The idea behind it is so impractical that even the version signed by Florida Gov. Rick Scott comes with exemptions for EMTs and other emergency personnel.

And want to know what’s even scarier? There’s a section in the Affordable Care Act, AKA Obamacare, that mirrors the Firearm Owners Act. The ACA provision doesn’t out-and-out prohibit doctors from asking about guns — a useful question when dealing with minors, or potentially homicidal or suicidal patients — but it discourages them from doing so. The provision, under the ACA’s Title X, even goes so far as to forbid doctors from collecting any data that concerns gun ownership.

A judge issued a permanent injunction against Florida’s bill last July, saying, among other things, that the law was so vague it violated doctor’s First Amendment rights to free speech.

But the Obamacare provision — which was written with the NRA’s blessing — stands. In other words, even when the NRA loses a state statute in the courts, it has something to build on down the road based on federal law.

That’s why six other states — Alabama, Minnesota (c’mon!), North Carolina, Oklahoma, Tennessee and West Virginia — have tried to pass their own versions of the Firearm Owners Privacy Act.

Supporters of Firearm Owners Privacy Act argue that the law basically allows doctors to drop patients who are gun owners — as if doctors had a particular prejudice rather than a concern about the health consequences of gun ownership.

“What is curious about this law — and what makes it different from so many other laws involving practitioners’ speech — is that it aims to restrict a practitioner’s ability to provide truthful, non-misleading information to a patient, whether relevant or not at the time of the consult with the patient,” wrote U.S. District Judge Marcia Cooke in her ruling on the Florida version.

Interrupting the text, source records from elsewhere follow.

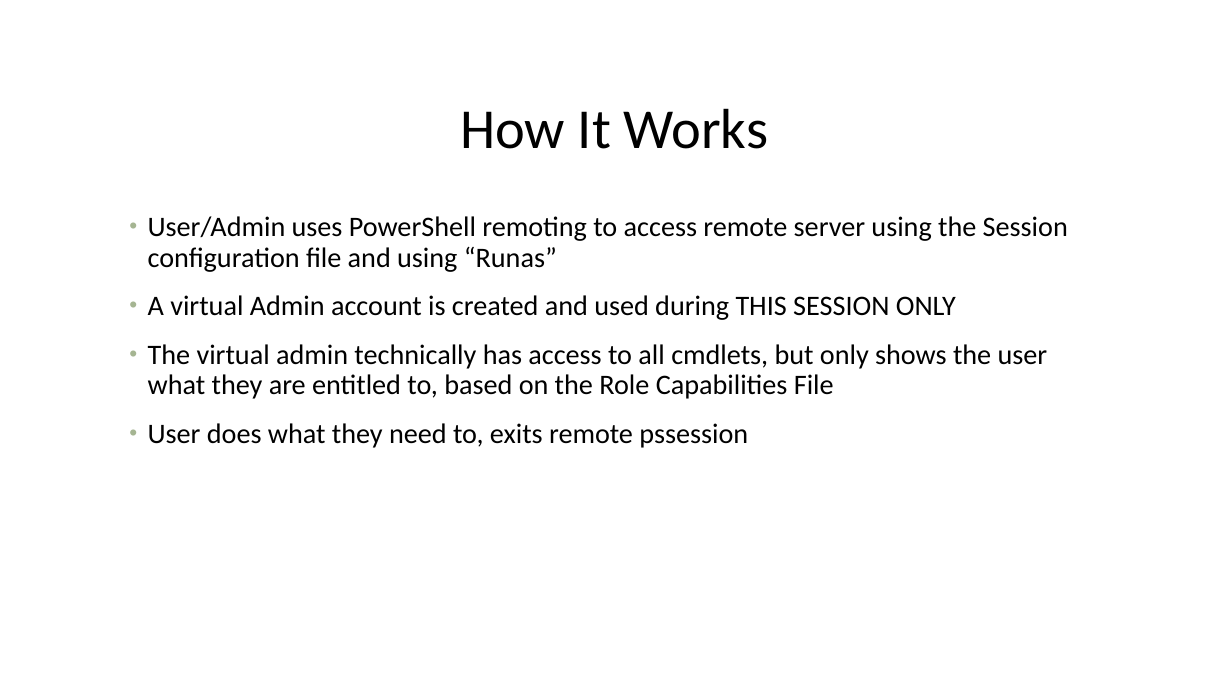
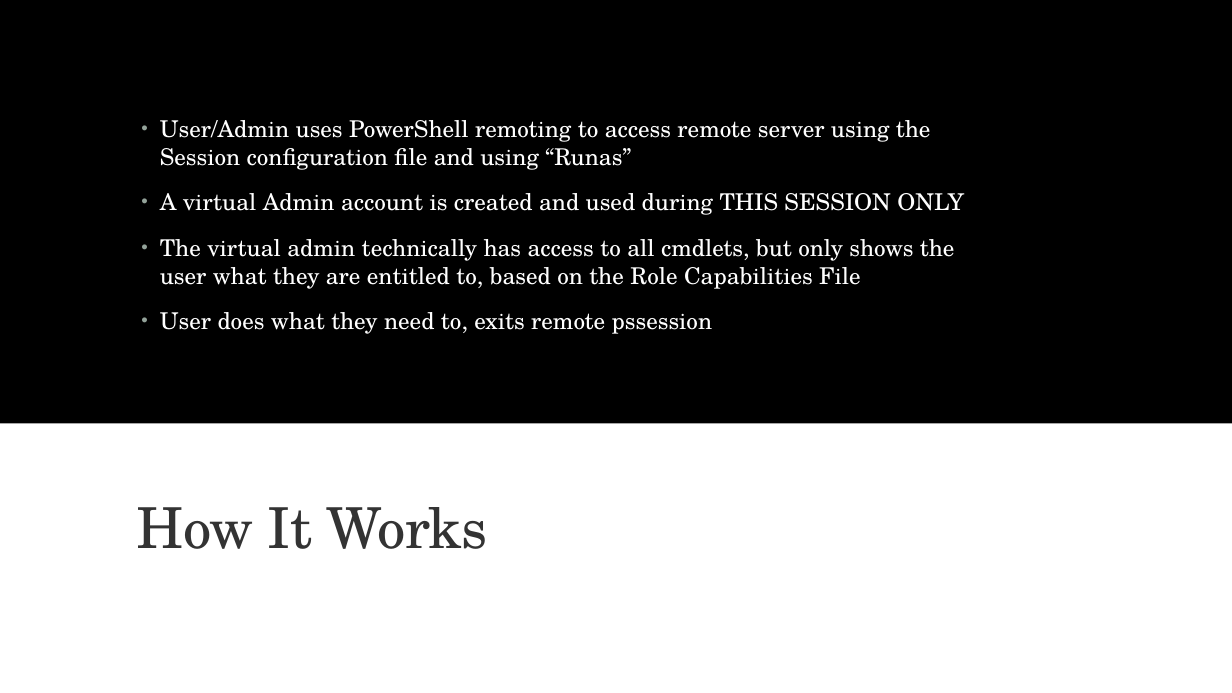
Before and after one commit to P0w3rChi3f/JEA-Just-Enough-Admin, a slide deck: slide 9 of Docs/PowerShell JEA.pptx. Drawn at 1232x693 pixels with LibreOffice and Linux fonts; fonts in the diff are those of the drawing; background and template pictures are left out. Boxes give left, top, right and bottom in pixels: in the first picture for what was removed or moved away, otherwise in the second. Text is boxed around its words. In the diff, an @@ line names an element or a change of style, - is before the commit and + after.

```diff
--- a/Docs/PowerShell JEA.pptx
+++ b/Docs/PowerShell JEA.pptx
@@ background #FFFFFF to #000000 @@
@@ rectangle added at (0,0,1232,693), fill #000000 @@
@@ rectangle added at (1141,0,1232,693), fill #303030 @@
@@ text "User/Admin uses PowerShell remoting to ...": place and size @@
-text "User/Admin uses PowerShell remoting to ..." at (148,216,1068,448)
+text "User/Admin uses PowerShell remoting to ..." at (160,120,964,334)
@@ text "User/Admin uses PowerShell remoting to ..." at (160,120,964,334): size 22 to 18 pt, font Calibri to TeX Gyre Schola, text colour #000000 to #FFFFFF; line spacing 0.9 to 1; bullet colour #A5B592 to #93A299; vertical alignment top to middle @@
@@ rectangle added at (0,423,1232,693), fill #FFFFFF @@
@@ text "How It Works": place and size @@
-text "How It Works" at (460,108,768,149)
+text "How It Works" at (137,507,487,549)
@@ text "How It Works" at (137,507,487,549): font Calibri to TeX Gyre Schola, text colour #000000 to #000000 at 80% opacity, letter spacing 0 to -0.5 pt; alignment centre to left; more space between paragraphs @@
```
Also in this commit, not shown: 16 other slides changed, 2 slides added, 2 slides removed, 1 other file.

In other words, Judge Cooke put a stop to a law that would have kept physicians from asking questions about guns and how it might impact the health — perhaps even life — of their patients.

But the NRA would like doctors to let that info be.

And by working with the NRA on the ACA to keep gun nuts from upending the entire law, the White House has provided the very platform for this nasty bit of murderous legalese to keep popping up, like varmints in a midway shooting game.